In 30 anni "Pasticceria Internazionale" ha incontrato molti personaggi che si sono distinti per le loro capacità, abilità, maestria nel lavoro, competenza, talento, estro e savoir faire. Tra tanti, ve n'é uno che, distintosi nell'80 vincendo a Torino la 1ª edizione della Coppa Italiana della pasticceria e confetteria, si è subito distinto come esempio di passione e forte dedizione per la categoria. Negli anni abbiamo scritto di lui nel modo in cui ha sempre amato definirsi, "l'eterno apprendista", perché nella vita non si finisce mai d'imparare.

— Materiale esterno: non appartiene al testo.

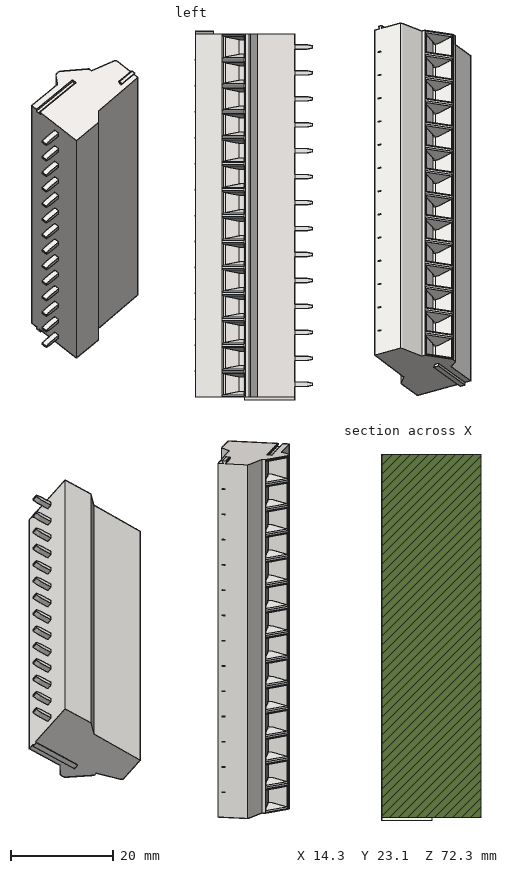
import cadquery as cq
import math

pole_count = 14
pitch = 5.08
body_height = pole_count * pitch

body_width = 14.25
back_y = 19.5
wall_x = 1.97
wall_top_y = 7.3
nose_bottom_y = 8.8
nose_top_y = 9.85
nose_chamfer = 0.15
ledge_y = 14.3
ledge_start_x = 3.7
ledge_end_x = 4.4
crown_x = 6.1
crown_chamfer_x = 0.25
crown_chamfer_y = 0.5
rear_top_x = 12.05
rear_foot_x = 12.28
rear_foot_y = 8.25
rear_slope_y = 6.2

slant_angle = math.atan2(ledge_y - nose_top_y, ledge_start_x)
slant_length = math.hypot(ledge_start_x, ledge_y - nose_top_y)
mouth_height = 4.7
mouth_length = slant_length - 0.2
lip_depth = 0.2
throat_height = 4.15
throat_length = mouth_length - 0.2
funnel_draft = 17.0
funnel_floor_x = 3.9
funnel_step_x = 3.72
funnel_step_y = 13.6
funnel_back_y = 13.95
slot_height = 2.75
slot_back_y = 10.95
slot_round_y = 10.75
slot_front_y = 9.9
slot_front_depth = 0.1
slot_depth = 0.6

pin_x = 8.87
pin_width = 1.1
pin_thickness = 0.9
pin_length = 3.5
pin_taper_length = 1.1
pin_tip_thickness = 0.45

rear_rib_x = 10.75
rear_rib_width = 0.9
rear_rib_neck = 0.45
rib_height = 0.58
rear_rib_chamfer_x = 0.2
rear_rib_chamfer_z = 0.1
rear_rib_length = 3.6
front_rib_left_x = 3.3
front_rib_width = 1.1
front_rib_neck = 0.8
front_rib_length = 9.9
groove_depth = 0.6
groove_length = 10.1
groove_lead_x = 0.2
groove_lead_z = 0.1

nub_x = 10.9
nub_width = 0.55
nub_height = 0.12
nub_overhang = 0.1


def make_body():
    """Housing: the outline extruded over all poles, with the nose edges broken."""
    outline = [
        (wall_x, 0),
        (body_width, 0),
        (body_width, rear_slope_y),
        (rear_foot_x, rear_foot_y),
        (rear_top_x, back_y),
        (crown_x, back_y),
        (crown_x - crown_chamfer_x, back_y - crown_chamfer_y),
        (ledge_end_x, ledge_y),
        (ledge_start_x, ledge_y),
        (0, nose_top_y),
        (0, nose_bottom_y),
        (wall_x, wall_top_y),
    ]
    body = cq.Workplane("XY").polyline(outline).close().extrude(body_height)
    for nose_y in (nose_bottom_y, nose_top_y):
        nose_edge = cq.selectors.NearestToPointSelector((0, nose_y, body_height / 2))
        body = body.edges(nose_edge).chamfer(nose_chamfer)
    return body


def prism(points, height):
    """Prism over an XY outline, centred on Z = 0."""
    return cq.Workplane("XY").polyline(points).close().extrude(height / 2, both=True)


def slant_x(y):
    """X of the slanted face at a given Y."""
    return ledge_start_x * (y - nose_top_y) / (ledge_y - nose_top_y)


def make_funnel():
    """Cutter for one wire entry, centred on Z = 0."""
    inward = (math.sin(slant_angle), -math.cos(slant_angle), 0)
    along = (math.cos(slant_angle), math.sin(slant_angle), 0)
    mouth_centre = (ledge_start_x / 2, (nose_top_y + ledge_y) / 2, 0)
    mouth = cq.Workplane(cq.Plane(mouth_centre, xDir=along, normal=inward))

    lip = (
        mouth.rect(mouth_length, mouth_height)
        .workplane(offset=lip_depth)
        .rect(throat_length, throat_height)
        .loft(combine=True)
    )
    tapered = (
        mouth.workplane(offset=lip_depth)
        .rect(2 * slant_length, throat_height)
        .extrude(slant_length / 2, taper=funnel_draft)
    )
    profile = [
        (0, slot_front_y),
        (funnel_floor_x, slot_front_y),
        (funnel_floor_x, funnel_step_y),
        (funnel_step_x, funnel_step_y),
        (funnel_step_x, funnel_back_y),
        (slant_x(funnel_back_y), funnel_back_y),
        (0, nose_top_y),
    ]
    throat = tapered.intersect(prism(profile, throat_height))

    slot_floor_x = funnel_floor_x + slot_depth
    slot = (
        cq.Workplane("XY")
        .moveTo(0, nose_top_y)
        .lineTo(slant_x(slot_back_y), slot_back_y)
        .lineTo(slot_floor_x, slot_back_y)
        .lineTo(slot_floor_x, slot_round_y)
        .tangentArcPoint((funnel_floor_x + slot_front_depth, slot_front_y), relative=False)
        .lineTo(0, slot_front_y)
        .close()
        .extrude(slot_height / 2, both=True)
    )
    return lip.union(throat).union(slot)


def make_pin():
    """One pin, centred on Z = 0, with its tip thinned in Z."""
    half = pin_thickness / 2
    tip_half = pin_tip_thickness / 2
    taper_y = pin_taper_length - pin_length
    side = [
        (back_y / 2, -half),
        (back_y / 2, half),
        (taper_y, half),
        (-pin_length, tip_half),
        (-pin_length, -tip_half),
        (taper_y, -half),
    ]
    pin = cq.Workplane("YZ").polyline(side).close().extrude(pin_width / 2, both=True)
    return pin.translate((pin_x, 0, 0))


def make_rear_rib():
    """Dovetail rib standing on Z = 0 and running forward from the rear face."""
    section = [
        (rear_rib_x - rear_rib_neck / 2, 0),
        (rear_rib_x + rear_rib_neck / 2, 0),
        (rear_rib_x + rear_rib_width / 2, rib_height),
        (rear_rib_x - rear_rib_width / 2 + rear_rib_chamfer_x, rib_height),
        (rear_rib_x - rear_rib_width / 2, rib_height - rear_rib_chamfer_z),
    ]
    rib = cq.Workplane("XZ").polyline(section).close().extrude(rear_rib_length)
    return rib.translate((0, back_y, 0))


def make_front_rib(height, length):
    """Half dovetail hanging below Z = 0 and running back from the pin face."""
    section = [
        (front_rib_left_x, 0),
        (front_rib_left_x + front_rib_neck, 0),
        (front_rib_left_x + front_rib_width, -height),
        (front_rib_left_x, -height),
    ]
    return cq.Workplane("XZ").polyline(section).close().extrude(-length)


def make_groove():
    """Mating groove for the front rib, with a lead-in chamfer along its undercut side."""
    neck_x = front_rib_left_x + front_rib_neck
    lead_in = [
        (front_rib_left_x, 0),
        (neck_x + groove_lead_x, 0),
        (neck_x, -groove_lead_z),
        (front_rib_left_x, -groove_lead_z),
    ]
    lead = cq.Workplane("XZ").polyline(lead_in).close().extrude(-groove_length)
    groove = make_front_rib(groove_depth, groove_length).union(lead)
    return groove.translate((0, 0, body_height))


def make_nub():
    """Nub on the rear face, centred on Z = 0."""
    return cq.Workplane("XY").box(nub_width, 2 * nub_overhang, nub_height).translate((nub_x, back_y, 0))


result = make_body()

funnel = make_funnel()
pin = make_pin()
for pole in range(pole_count):
    pole_z = (pole + 0.5) * pitch
    result = result.cut(funnel.translate((0, 0, pole_z)))
    result = result.union(pin.translate((0, 0, pole_z)))

nub = make_nub()
for joint in range(1, pole_count):
    result = result.union(nub.translate((0, 0, joint * pitch)))

result = result.union(make_rear_rib().translate((0, 0, body_height)))
result = result.union(make_front_rib(rib_height, front_rib_length))
result = result.cut(make_groove())

Stiamo parlando del Mof Gabriel Paillasson, fondatore della Coupe du Monde di Lione - l'evento più importante del settore a livello mondiale, - profondo conoscitore del mondo della pasticceria, insignito nel 2006 dell'onorificenza di Ufficiale dell'Ordine della Legione d'Onore, uno dei maggiori riconoscimenti francesi.
Quest'artista dal grande cuore, ama condividere e trasmettere valori professionali e umani, trovando un particolare significato nella competizione; perché al di là dei risultati, per lui è una formidabile occasione di scambio, di apprendimento, di sperimentare e donare il meglio di sé, per raggiungere la perfezione.
Paillasson, nella sua lunga carriera ha conquistato oltre 300 riconoscimenti e titoli a livello nazionale e internazionale; la sua poliedricità professionale si esprime nella passione per la lavorazione dello zucchero, del cioccolato e del ghiaccio, testimoniata dai libri che ha dedicato a questi argomenti.
Quest'anno a Sigep presenziava come presidente d'onore alla 3ª edizione della Coppa del Mondo della Gelateria e alla selezione italiana per la Coupe du Monde 2009.
Sentiamo il parere di questo grande maestro sui concorsi e sul livello di chi si pone in competizione.

Cosa pensa dei lavori presentati alla selezione italiana per la Coupe du Monde?
Il Club che avete fondato nel 2000, proprio per effettuare le selezioni, sta facendo un buon lavoro. Negli elaborati artistici in zucchero si nota la voglia di sperimentare cose nuove e direi che sono di buon livello, nel cioccolato invece vi è ancora molto da lavorare. Trovare concorrenti per il ghiaccio è difficile, ma l'unico che si è presentato, con gli allenamenti può raggiungere buoni risultati. Naturalmente è il gusto la cosa più importante e io non ho assaggiato gli elaborati, quindi non sono in grado di valutare. Il bello è importante, ma il buono lo è ancora di più; l'attenzione posta sul sapore, l'abbinamento di gusti, la qualità delle materie prime utilizzate è fondamentale.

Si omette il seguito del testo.